Here are some examples of information you might want to add:
context about yourself (“I am a 20-year-old student in bioengineering interested in…”)
your preferred communication style (“no fluff", “be direct”, “be analytical”…)
context about how your data is structured
Example system prompt:
You are a thoughtful, analytical assistant helping me explore patterns and insights in my personal journals. Be direct, avoid speculation, and clearly distinguish between facts from the documents and interpretation.
This prompt will automatically apply to every chat using this custom model, helping keep responses consistent and aligned with your goals.

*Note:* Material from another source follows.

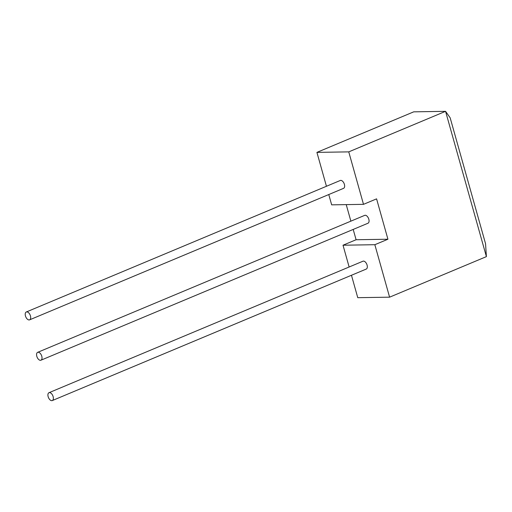 <?xml version="1.0" encoding="UTF-8"?>
<svg xmlns="http://www.w3.org/2000/svg" width="512" height="512" viewBox="0 0 512 512"><rect width="100%" height="100%" fill="white"/><g stroke="black" fill="none" stroke-linecap="round" stroke-linejoin="round"><path stroke-width="0.77" d="M316.922 152.384L348.755 151.872L445.555 111.328L450.163 117.824L485.555 243.75L486.4 256.627L445.555 111.328L413.728 111.84L316.922 152.384L326.445 186.272M328.768 194.541L331.667 204.851L363.501 204.339L376.582 198.861L387.93 239.226L374.848 244.704L389.594 297.171L486.4 256.627M346.227 204.621L350.874 221.158M353.197 229.427L356.096 239.738L343.014 245.216L349.133 266.995M351.462 275.264L357.76 297.683L389.594 297.171M343.014 245.216L374.848 244.704M52.288 400.57L366.246 269.069A4.262 2.368 -112.7 0 0 366.95 264.659A4.262 2.368 -112.7 0 0 363.469 261.101A4.262 2.368 -112.7 0 0 362.957 261.21L48.992 392.704A4.262 2.368 -112.7 0 0 48.288 397.114A4.262 2.368 -112.7 0 0 51.776 400.672A4.262 2.368 -112.7 0 0 52.288 400.57A4.262 2.368 -112.7 0 0 52.986 396.154A4.262 2.368 -112.7 0 0 49.504 392.602A4.262 2.368 -112.7 0 0 48.992 392.704M356.096 239.738L387.93 239.226M40.941 360.205L367.987 223.232A4.262 2.368 -112.7 0 0 368.685 218.816A4.262 2.368 -112.7 0 0 365.203 215.264A4.262 2.368 -112.7 0 0 364.691 215.366L37.645 352.346A4.262 2.368 -112.7 0 0 36.947 356.755A4.262 2.368 -112.7 0 0 40.429 360.314A4.262 2.368 -112.7 0 0 40.941 360.205A4.262 2.368 -112.7 0 0 41.645 355.795A4.262 2.368 -112.7 0 0 38.157 352.237A4.262 2.368 -112.7 0 0 37.645 352.346M348.755 151.872L363.501 204.339M29.594 319.846L343.558 188.346A4.262 2.368 -112.7 0 0 344.262 183.936A4.262 2.368 -112.7 0 0 340.781 180.378A4.262 2.368 -112.7 0 0 340.262 180.486L26.304 311.981A4.262 2.368 -112.7 0 0 25.6 316.397A4.262 2.368 -112.7 0 0 29.082 319.949A4.262 2.368 -112.7 0 0 29.594 319.846A4.262 2.368 -112.7 0 0 30.298 315.437A4.262 2.368 -112.7 0 0 26.816 311.878A4.262 2.368 -112.7 0 0 26.304 311.981"/></g></svg>

How to Run Your LLM Locally
Now open a new chat and make sure to select your custom model:

Now you are ready to chat with your own docs in a private local environment!
Conclusion
You now have a private LLM stack (Ollama for models, OpenWebUI for the UI, and nomic-embed-text for embeddings) wired to your on-disk knowledge base. Your journals and business docs stay local; nothing is sent to third parties. The main dials are simple: pick a model that fits your hardware, enable memory and full-context retrieval, use sensible chunk/overlap, and check the console when runs stall.
If you need more headroom, deploy the same setup on your own server and keep the privacy guarantees. From here, iterate on model choice, chunking, and prompts, and add the optional functions if you need deeper visibility during long jobs.